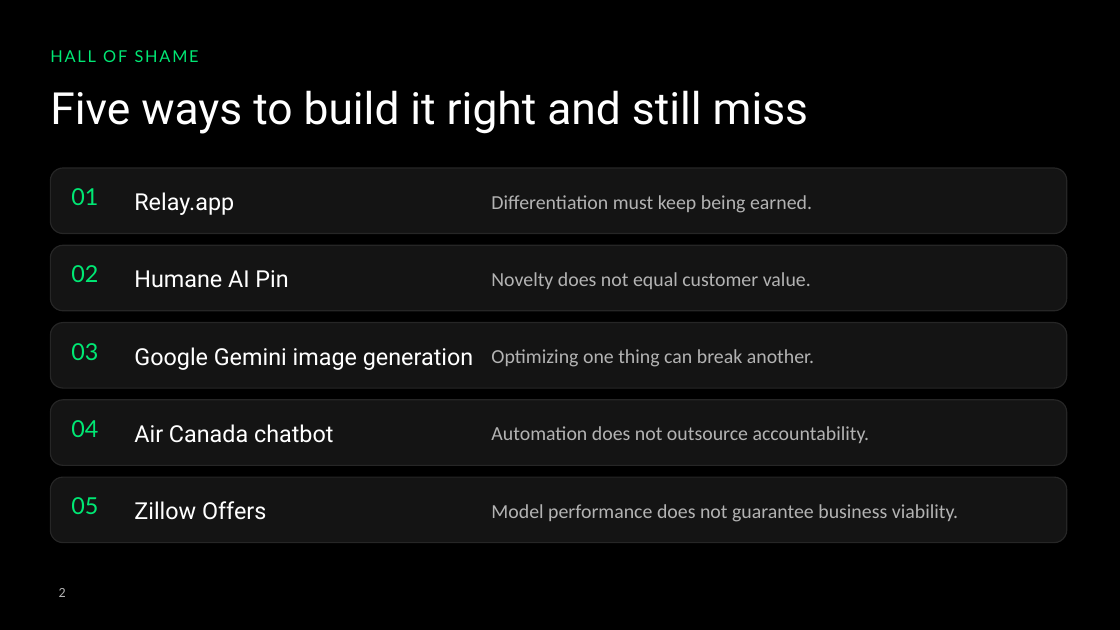
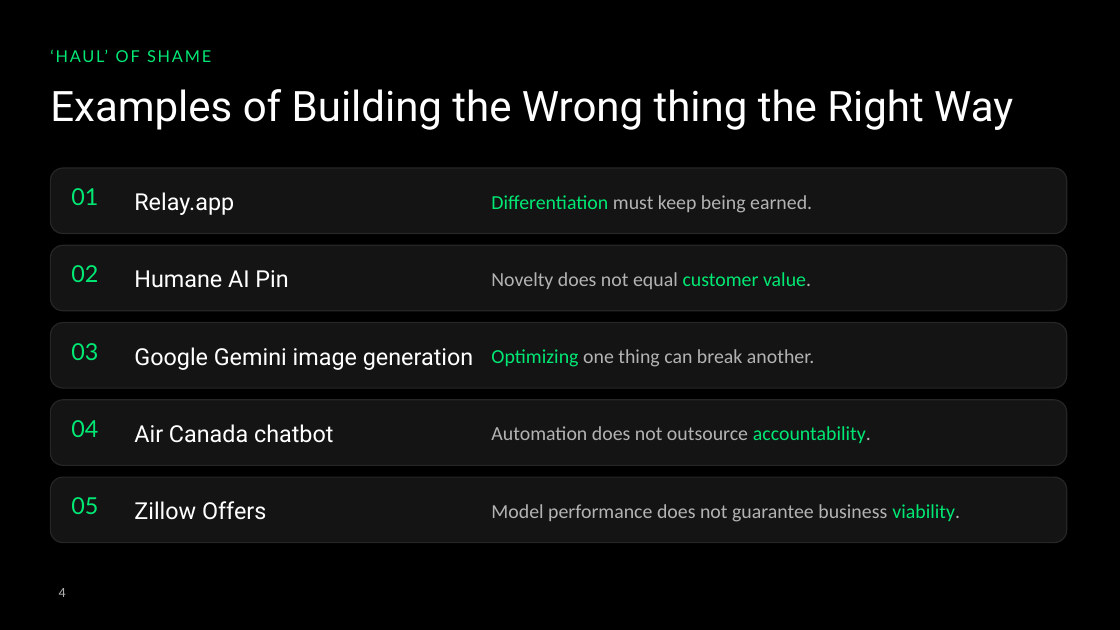
Before and after one commit to deanpeters/AI-Augmented-Product-Discovery-Lab, a slide deck: slide 4 of slides/Build-the-Right-Thing.pptx (slide 2 before the commit). Drawn at 1120x630 pixels with LibreOffice and Linux fonts; fonts in the diff are those of the drawing; background and template pictures are left out. Boxes give left, top, right and bottom in pixels: in the first picture for what was removed or moved away, otherwise in the second. Text is boxed around its words. In the diff, an @@ line names an element or a change of style, - is before the commit and + after.

```diff
--- a/slides/Build-the-Right-Thing.pptx
+++ b/slides/Build-the-Right-Thing.pptx
@@ text at [50, 50, 199, 62]: text changed @@
-HALL OF SHAME
+‘HAUL’ OF SHAME
@@ text at [50, 89, 1013, 130]: text changed; size 38 to 36 pt @@
-Five ways to build it right and still miss
+Examples of Building the Wrong thing the Right Way
@@ text "Differentiation must keep being earned." at [491, 195, 812, 213]: text colour #B3B3B3 to #00E874 in "Differentiation" @@
@@ text "Novelty does not equal customer ..." at [491, 272, 811, 289]: text colour #B3B3B3 to #00E874 in "customer value." @@
@@ text "Optimizing one thing can break ..." at [491, 349, 814, 367]: text colour #B3B3B3 to #00E874 in "Optimizing" @@
@@ text "Automation does not outsource accountability." at [491, 426, 871, 443]: text colour #B3B3B3 to #00E874 in "accountability." @@
@@ text "Model performance does not guarantee ..." at [491, 504, 960, 522]: text colour #B3B3B3 to #00E874 in "viability." @@
@@ page number at [59, 588, 66, 597]: text changed @@
-2
+4
```
Also in this commit, not shown: 16 other slides changed, 1 slide added, 1 slide removed, 3 other files.

- [Your instructions]:
Return, exactly as they stand, all of the lines above, but not the pictures.

- [Answer for this exercise]:
Before and after one commit to deanpeters/AI-Augmented-Product-Discovery-Lab, a slide deck: slide 4 of slides/Build-the-Right-Thing.pptx (slide 2 before the commit). Drawn at 1120x630 pixels with LibreOffice and Linux fonts; fonts in the diff are those of the drawing; background and template pictures are left out. Boxes give left, top, right and bottom in pixels: in the first picture for what was removed or moved away, otherwise in the second. Text is boxed around its words. In the diff, an @@ line names an element or a change of style, - is before the commit and + after.

```diff
--- a/slides/Build-the-Right-Thing.pptx
+++ b/slides/Build-the-Right-Thing.pptx
@@ text at [50, 50, 199, 62]: text changed @@
-HALL OF SHAME
+‘HAUL’ OF SHAME
@@ text at [50, 89, 1013, 130]: text changed; size 38 to 36 pt @@
-Five ways to build it right and still miss
+Examples of Building the Wrong thing the Right Way
@@ text "Differentiation must keep being earned." at [491, 195, 812, 213]: text colour #B3B3B3 to #00E874 in "Differentiation" @@
@@ text "Novelty does not equal customer ..." at [491, 272, 811, 289]: text colour #B3B3B3 to #00E874 in "customer value." @@
@@ text "Optimizing one thing can break ..." at [491, 349, 814, 367]: text colour #B3B3B3 to #00E874 in "Optimizing" @@
@@ text "Automation does not outsource accountability." at [491, 426, 871, 443]: text colour #B3B3B3 to #00E874 in "accountability." @@
@@ text "Model performance does not guarantee ..." at [491, 504, 960, 522]: text colour #B3B3B3 to #00E874 in "viability." @@
@@ page number at [59, 588, 66, 597]: text changed @@
-2
+4
```
Also in this commit, not shown: 16 other slides changed, 1 slide added, 1 slide removed, 3 other files.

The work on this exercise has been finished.